土の城でも近年有名になった杉山城クラスのものがあれば華もあろうが、まあ、土塁と空堀があるだけ、みたいな城ばかり。それはそれで楽しいものだけど、ひとつくらいは石垣のある城も見たい……ということで、土浦城まで足をのばすことにした。
2日目、トータル走行距離が 100km は確実に越えてたあたり。疲れもピークであり、手ブレ写真も連発してしまった(むろん、手ブレ補正はオンにしてある)。
どういう城か、説明すんのめんどい。
>土浦城(茨城県土浦市)の見どころ・アクセスなど歴史観光ガイド | 攻城団
https://kojodan.jp/castle/408/
よく公園化されていて気持ちいい。が、城址としての整備はどうかな。この時点では、やや不安を感じていた。
動物園のニホンザルはサル山にいてこそ、楽しんで眺めていられる。せまい檻に2匹づつ飼われていても、悲惨なだけだ。天寿をまっとうしたら、新しいニホンザルは補充しないでもらいたいな……と思った。
ちなみに土浦城、別名を亀城という。
だからか、亀のオブジェのついたベンチが公園内にあった。

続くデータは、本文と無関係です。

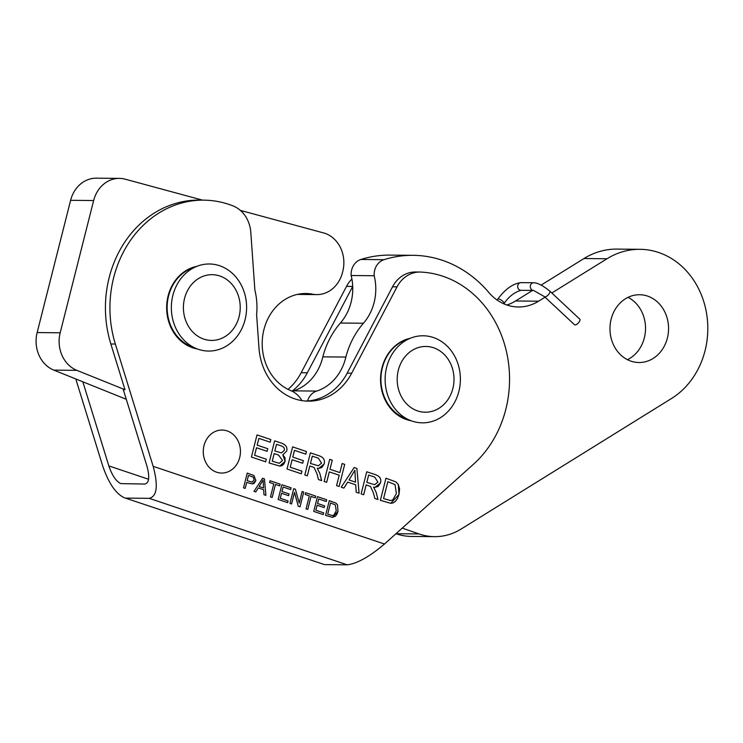 <?xml version="1.0" encoding="UTF-8"?>
<svg xmlns="http://www.w3.org/2000/svg" width="743" height="743" viewBox="0 0 743 743"><rect width="100%" height="100%" fill="white"/><g stroke="black" fill="none" stroke-linecap="round" stroke-linejoin="round"><path stroke-width="1.11" d="M544.508 296.68L574.571 324.775A3.836 1.514 -46.9 0 0 575.101 324.96A3.836 1.514 -46.9 0 0 578.732 322.508A3.836 1.514 -46.9 0 0 579.809 319.165L549.746 291.07C542.901 285.553 537.533 282.777 533.641 282.758A3.836 3.316 -89.5 0 0 531.031 284.188A3.836 3.316 -89.5 0 0 531.524 289.584A3.836 3.316 -89.5 0 0 533.576 290.439L544.508 296.68A3.836 1.514 -46.9 0 0 545.037 296.866A3.836 1.514 -46.9 0 0 548.668 294.414A3.836 1.514 -46.9 0 0 549.746 291.07M254.877 290.067A62.681 54.174 -89.5 0 1 256.604 314.512L258.982 348.096A57.945 50.078 90.5 0 0 308.345 401.164A57.945 50.078 90.5 0 0 351.671 373.209L397.041 286.844A30.704 26.534 -89.5 0 1 419.99 272.04A30.704 26.534 -89.5 0 1 420.909 272.068A107.447 92.866 -89.5 0 1 505.24 346.758A107.447 92.866 -89.5 0 1 473.44 464.282L384.493 544.015L153.169 466.344L115.351 344.037A107.447 92.866 -89.5 0 1 203.823 200.146A107.447 92.866 -89.5 0 1 232.986 205.885A30.704 26.534 -89.5 0 1 250.809 232.355L254.877 290.067M204.019 445.559A21.501 18.584 -89.5 0 1 227.079 430.894A21.501 18.584 -89.5 0 1 239.692 457.539A21.501 18.584 -89.5 0 1 216.631 472.204A21.501 18.584 -89.5 0 1 204.019 445.559M263.635 489.748L258.295 487.956L255.768 491.95L253.985 491.355L262.613 478.251L264.434 478.863L265.901 495.349L263.979 494.708L263.635 489.748M317.122 505.231L315.868 510.237L323.688 512.865L323.242 514.611L313.732 511.416L317.465 496.668L326.688 499.77L326.242 501.506L318.71 498.98L317.577 503.485L324.626 505.853L324.189 507.599L317.131 505.231L315.849 510.237L323.669 512.865L323.233 514.602M398.276 484.427L399 494.466L390.762 503.317L380.379 500.336L385.979 478.223L395.88 481.901L398.276 484.427L399.576 488.95L398.991 494.466L397.347 498.757L395.239 501.534L392.991 502.955L390.753 503.317M311.038 496.408L307.76 509.41L306.07 508.844L309.357 495.841L305.169 494.429L305.605 492.693L315.701 496.073L315.255 497.819L311.048 496.408L307.741 509.401M355.702 484.789L347.696 482.105L343.907 488.095L341.223 487.194L354.16 467.542L356.891 468.461L359.101 493.194L356.222 492.228L355.702 484.789M298.277 506.224L294.507 492.405L291.581 503.977L289.974 503.429L293.699 488.69L295.426 489.275L299.197 503.095L302.122 491.522L303.738 492.061L300.005 506.8L298.277 506.224M339.105 486.479L336.57 485.625L339.207 475.214L329.307 471.889L326.669 482.3L324.134 481.455L329.734 459.341L332.27 460.186L329.966 469.279L339.867 472.604L342.161 463.511L344.696 464.366L339.105 486.479L344.696 464.366L342.161 463.521M281.532 493.278L280.278 498.293L288.098 500.912L287.662 502.658L278.151 499.463L281.885 484.724L291.098 487.817L290.662 489.563L283.129 487.027L281.987 491.541L289.046 493.909L288.6 495.646L281.551 493.278L280.269 498.293L288.089 500.912L287.652 502.658M267.09 451.307L256.511 447.76L254.608 455.273L266.338 459.211L265.678 461.821L251.413 457.038L257.013 434.924L270.842 439.568L270.183 442.178L258.88 438.389L257.171 445.141L267.759 448.698L267.09 451.307M275.449 484.455L272.17 497.457L270.48 496.891L273.777 483.888L269.579 482.486L270.025 480.74L280.111 484.13L279.674 485.866L275.458 484.455L272.161 497.457M274.65 440.85L281.801 443.246C285.934 444.853 287.569 447.453 286.705 451.038L282.832 454.827L285.108 461.394L279.73 466.075L269.059 462.963L274.65 440.85L281.811 443.246C285.944 444.853 287.578 447.453 286.714 451.038L282.851 454.827L285.006 457.734L285.089 461.394L283.789 464.087L281.876 465.675L279.73 466.075M246.713 482.411L245.199 488.402L243.509 487.835L247.233 473.087L253.948 475.501L255.88 480.628L252.249 483.944L246.695 482.411L245.181 488.392M302.698 463.26L292.12 459.713L290.216 467.226L301.946 471.164L301.286 473.783L287.021 468.991L292.612 446.877L306.441 451.521L305.782 454.131L294.488 450.342L292.779 457.103L303.358 460.651L302.698 463.26L303.358 460.651M373.441 493.018L370.488 486.461L366.169 484.91L363.689 494.736L361.154 493.881L366.745 471.768L375.224 474.61C379.812 476.124 381.568 478.891 380.49 482.931L375.085 487.287L373.599 487.148L376.181 492.405L377.964 499.528L374.806 498.469L373.441 493.018M318.459 479.551L317.094 474.099L314.14 467.542L312.747 466.966L309.822 465.991L307.342 475.817L304.806 474.963L310.407 452.849L318.877 455.691C323.465 457.196 325.22 459.973 324.143 464.013L318.747 468.369L317.252 468.22L319.834 473.486L321.617 480.61L318.459 479.551M329.298 500.643L335.882 503.095L337.48 504.776L337.963 511.472L332.483 517.369L325.564 515.382L329.298 500.643L335.901 503.095L337.489 504.776L337.981 511.472L336.876 514.332L335.464 516.181L332.474 517.369M408.353 339.133A41.255 35.655 90.5 0 0 381.744 370.571A41.255 35.655 90.5 0 0 407.591 419.201M414.743 421.866A43.531 37.624 -89.5 0 1 394.923 350.102A43.531 37.624 -89.5 0 1 458.598 365.955A43.531 37.624 -89.5 0 1 414.743 421.866M419.544 411.473A32.878 28.41 -89.5 0 1 397.366 375.726A32.878 28.41 -89.5 0 1 425.915 346.461A32.878 28.41 -89.5 0 1 453.36 386.249A32.878 28.41 -89.5 0 1 425.284 412.207A32.878 28.41 -89.5 0 1 419.544 411.473M194.573 267.35A41.255 35.655 90.5 0 0 167.862 299.299A41.255 35.655 90.5 0 0 193.812 347.408M201.427 350.194A43.531 37.624 -89.5 0 1 180.818 278.727A43.531 37.624 -89.5 0 1 244.67 293.643A43.531 37.624 -89.5 0 1 201.427 350.194M206.117 339.774A32.878 28.41 -89.5 0 1 183.567 304.147A32.878 28.41 -89.5 0 1 212.126 274.678A32.878 28.41 -89.5 0 1 239.655 314.048A32.878 28.41 -89.5 0 1 211.504 340.424A32.878 28.41 -89.5 0 1 206.117 339.774M419.99 272.04L415.495 271.994A30.704 26.534 90.5 0 0 392.536 286.807L347.167 373.172A57.945 50.078 -89.5 0 1 307.565 400.997A15.334 13.253 -89.5 0 1 316.639 391.078A48.119 41.589 90.5 0 0 345.866 357.058A79.817 68.988 -89.5 0 1 363.429 323.242A48.156 41.627 90.5 0 0 374.193 275.737A15.352 13.263 -89.5 0 1 383.973 259.688A124.527 107.624 -89.5 0 1 413.117 255.323A124.527 107.624 -89.5 0 1 488.838 292.491A48.564 41.97 90.5 0 0 518.373 306.98A48.564 41.97 90.5 0 0 538.591 301.203L545.056 297.191M551.808 293.002L606.994 258.759A79.306 68.542 -89.5 0 1 640.02 249.314A79.306 68.542 -89.5 0 1 705.85 309.59A79.306 68.542 -89.5 0 1 671.523 398.489L461.134 529.044A63.963 55.279 -89.5 0 1 434.497 536.65A63.963 55.279 -89.5 0 1 419.024 533.938L402.26 528.097M611.229 318.849A33.899 29.293 -89.5 0 1 639.584 294.73A33.899 29.293 -89.5 0 1 668.561 328.898A33.899 29.293 -89.5 0 1 638.943 362.519A33.899 29.293 -89.5 0 1 611.229 318.849M627.445 359.677A33.899 29.293 90.5 0 0 645.528 328.685A33.899 29.293 90.5 0 0 628.039 297.349M413.117 255.323L390.084 255.109A124.527 107.624 90.5 0 0 360.931 259.465A15.352 13.263 90.5 0 0 351.151 275.514A48.156 41.627 -89.5 0 1 340.396 323.019A79.817 68.988 90.5 0 0 322.834 356.844A48.119 41.589 -89.5 0 1 293.606 390.855A15.334 13.253 90.5 0 0 292.343 391.338M374.193 275.737L351.151 275.514M345.866 357.058L322.834 356.844M307.565 400.997L305.884 400.979A57.945 50.078 -89.5 0 1 305.252 401.025M419.024 533.938L395.991 533.725A63.963 55.279 90.5 0 0 411.464 536.437L434.497 536.65M640.02 249.314L616.978 249.1A79.306 68.542 90.5 0 0 583.961 258.536L541.201 285.071M532.573 290.429L515.558 300.98A48.564 41.97 -89.5 0 1 506.875 305.011M203.823 200.146L199.319 200.108A107.447 92.866 90.5 0 0 110.846 344L124.982 389.713L123.31 389.694L146.993 466.288C149.872 477.099 149.139 483.024 144.792 484.055L120.812 483.609C116.094 481.371 112.109 475.474 108.84 465.917L82.826 381.791M124.982 389.713L76.863 370.339A30.704 26.534 -89.5 0 1 60.183 332.79L93.646 200.536A30.704 26.534 -89.5 0 1 119.4 178.385A30.704 26.534 -89.5 0 1 125.233 179.193L202.523 200.136M119.4 178.385L96.367 178.171A30.704 26.534 90.5 0 0 70.613 200.313L37.15 332.567A30.704 26.534 90.5 0 0 53.83 370.116L126.273 399.288M240.342 210.38L324.802 233.265A30.704 26.534 -89.5 0 1 342.802 271.297L342.514 272.449A30.704 26.534 -89.5 0 1 316.75 294.599A30.704 26.534 -89.5 0 1 312.627 294.182L299.15 294.052M312.627 294.182A50.013 43.224 -89.5 0 0 305.893 293.513A50.013 43.224 -89.5 0 0 262.864 334.861A50.013 43.224 -89.5 0 0 290.894 390.679A25.587 22.114 -89.5 0 1 301.909 400.616M330.533 502.955L327.682 514.212L332.316 515.521L333.783 515.131L336.245 510.85L335.316 504.887L330.542 502.955L327.691 514.212L332.316 515.521M317.242 468.22L319.824 473.486L321.608 480.6M310.398 452.849L318.858 455.691C323.456 457.196 325.211 459.973 324.134 464.013L321.812 467.542L318.738 468.369M310.463 463.456L318.385 465.787L321.543 463.14L318.357 458.171L312.32 456.146L310.453 463.456L318.366 465.787M309.812 465.991L307.323 475.808M310.453 463.456L312.32 456.146M366.745 471.777L375.206 474.61C379.803 476.124 381.558 478.891 380.481 482.931L378.159 486.461L375.085 487.287M366.16 484.91L363.671 494.727M373.58 487.148L376.172 492.405L377.955 499.528M368.649 475.065L366.801 482.383L374.723 484.705L377.89 482.058L374.704 477.09L368.667 475.065L366.81 482.383L374.713 484.705M290.216 467.226L292.12 459.713M294.488 450.342L292.779 457.103M292.761 457.103L303.348 460.651M292.612 446.877L306.441 451.521L305.772 454.131M290.197 467.226L301.946 471.164L301.268 473.774M247.233 473.096L253.93 475.501L255.871 480.628L254.032 483.461L252.239 483.944M248.468 475.399L247.14 480.665L251.951 482.068L254.134 480.099L253.279 477.155L248.487 475.399L247.15 480.665L251.942 482.068M272.254 461.199L279.284 463.307L282.498 460.502L278.588 455.078L274.176 453.592L272.235 461.199L279.275 463.307M276.526 444.305L274.826 450.982L281.439 452.924L284.142 450.537C285.015 448.289 283.742 446.645 280.343 445.586L276.526 444.305L274.836 450.982L281.439 452.924M274.158 453.592L272.235 461.199M270.025 480.749L280.102 484.13L279.665 485.866M256.502 447.76L254.598 455.273L266.338 459.211L265.669 461.821M258.87 438.389L257.162 445.141L267.759 448.698L267.081 451.307M257.013 434.924L270.842 439.568L270.164 442.178M281.876 484.724L291.089 487.817L290.643 489.553M283.12 487.027L281.978 491.541L289.027 493.909L288.59 495.646M329.734 459.341L332.27 460.186L329.957 469.279L339.867 472.604M329.288 471.889L326.66 482.3M293.699 488.699L295.417 489.275L299.197 503.095M294.497 492.405L291.572 503.968M302.122 491.522L303.72 492.061L299.996 506.8M347.678 482.105L343.898 488.086M354.151 467.542L356.891 468.461L359.083 493.194M354.866 470.31L349.006 479.969L355.516 482.151L354.875 470.31L349.024 479.969L355.516 482.151M305.605 492.693L315.682 496.073L315.246 497.819M385.979 478.232L395.87 481.901L398.267 484.427M387.837 481.687L383.564 498.581L390.53 500.541L392.713 499.965L396.409 493.547L395.007 484.585L387.846 481.687L383.574 498.581L390.512 500.541M317.465 496.677L326.669 499.77L326.233 501.506M318.701 498.98L317.558 503.485L324.617 505.853L324.171 507.59M258.285 487.956L255.759 491.95M262.604 478.251L264.434 478.863L265.892 495.349M263.078 480.099L259.177 486.535L263.514 487.993L263.087 480.099L259.186 486.535L263.514 487.993M124.211 497.708L324.524 564.615L124.211 497.708C115.732 493.668 108.543 483.052 102.664 465.861L75.786 378.958M288.015 389.36A57.945 50.078 90.5 0 0 301.166 372.735L346.526 286.361A30.704 26.534 -89.5 0 1 351.903 279.024M153.169 466.344C158.352 485.811 157.033 496.473 149.204 498.339L347.232 564.829C357.067 563.649 369.494 556.711 384.493 544.015M324.524 564.615L347.232 564.829M126.496 498.126L149.204 498.339M346.526 286.361L352.702 286.426A30.704 26.534 -89.5 0 1 352.711 286.426L307.342 372.791A57.945 50.078 90.5 0 1 292.018 391.171M533.576 290.439L520.964 290.318A3.836 3.316 -89.5 0 1 517.992 288.117A3.836 3.316 -89.5 0 1 518.419 284.067A3.836 3.316 -89.5 0 1 521.038 282.637L533.641 282.758M520.964 290.318C514.407 292.222 508.769 296.624 504.051 303.525A3.836 1.198 -145 0 0 502.24 300.831A3.836 1.198 -145 0 0 498.33 298.918A3.836 1.198 -145 0 0 497.754 299.132C505.286 289.018 513.051 283.529 521.038 282.637M411.223 420.779A41.831 36.147 -89.5 0 1 381.995 367.766A41.831 36.147 -89.5 0 1 410.303 338.269M197.35 348.959A41.831 36.147 -89.5 0 1 168.104 295.946A41.831 36.147 -89.5 0 1 196.802 266.365M383.973 259.688L360.931 259.465M363.429 323.242L340.396 323.019M316.639 391.078L293.606 390.855M606.994 258.759L583.961 258.536M538.591 301.203L515.558 300.98M347.167 373.172L351.671 373.209M53.83 370.116L76.863 370.339M60.183 332.79L37.15 332.567M70.613 200.313L93.646 200.536M148.581 479.263L108.84 465.917M110.846 344L115.351 344.037M301.166 372.735L307.342 372.791M392.536 286.807L397.041 286.844M497.113 300.051L497.754 299.132M316.75 294.599L297.339 294.414"/></g></svg>

あら、かわいい。
……などと、ホームレス排除ベンチであることに気づかないと思ったか!甘いわああっ!
土塁も低い。その低さは土塀で補っていたのだろうが、明治初期の古写真では、もう土塀が無くなっていた。
“本丸にある“、”江戸時代の現存櫓門としては“、”関東地方では“、おどろくなかれ、なんと唯一なのだそうだ。
これには”モーニングでデビューしたギャグマンガ家で“、”宮崎県出身としては“、”板橋区在住では“、おどろくなかれ、唯一のマンガ家である私もびっくりだ。
復元土塀。発掘調査や絵図から、本格的に復元されたというが、丸・三角・四角の狭間に根拠はあるのかしら?安易に姫路城クローンしてない?
正直、姫路城の丸・三角・四角の狭間って特殊ケースで、そうそう他の城と被るとは思えないんだけどな。
轆轤鉋《ろくろかんな》という、漆器を作る木地師の使う和製旋盤器があるにはあったから、江戸時代でも作成可能だろうが……。ただ、防衛のための壁の穴に土浦藩がそこまでコストをかけられたかどうか。
というわけで、ここまでは、土浦城は私のなかでガッカリ城だった。
だが、ここから評価は大逆転したのである。
復元したからには、できるだけ公開して活用してくれなきゃ困るんである。
「宇都宮城の復元櫓の2階は、毎月第3日曜日に限り定期開放しています」
じゃ、それ以外の日に行った人間はキーッ!くやしい!なんである。
しょせん復元でしかないものを出し惜しみしてどうすんの?なんのために復元したの?である。 おい聞いてるか宇都宮市。
そりゃあ、コンクリ模擬天守で 1000 円とるっていうんなら、てやんでい誰が入るか!ってもんだけど、まっとうな復元で維持費をくださいってんなら、105 円ぽっち、喜んで払うのだ。
しかも、この入場券で隣接する市立博物館へも入場できるという太っ腹(残念ながら時間の都合で私は博物館はパスした)。
……ん?105 円。なぜに?茨城県は消費税率が据え置きなのか???そんなバカな。
ともあれ、少し、気分が良くなった。
入場料を支払うと、受付のおじさんが言った。
「なにか質問があったら聞いてください。答えます」
と。
これで、さらに気分がよくなった。
古民家園でよくある、シルバー派遣センターで雇われた解説員の、頼んでもないのに勝手に始めるガイド(しかも内容はパンフレットや説明板に書いてあることと同じ)のような押し付けがましさはまったくない。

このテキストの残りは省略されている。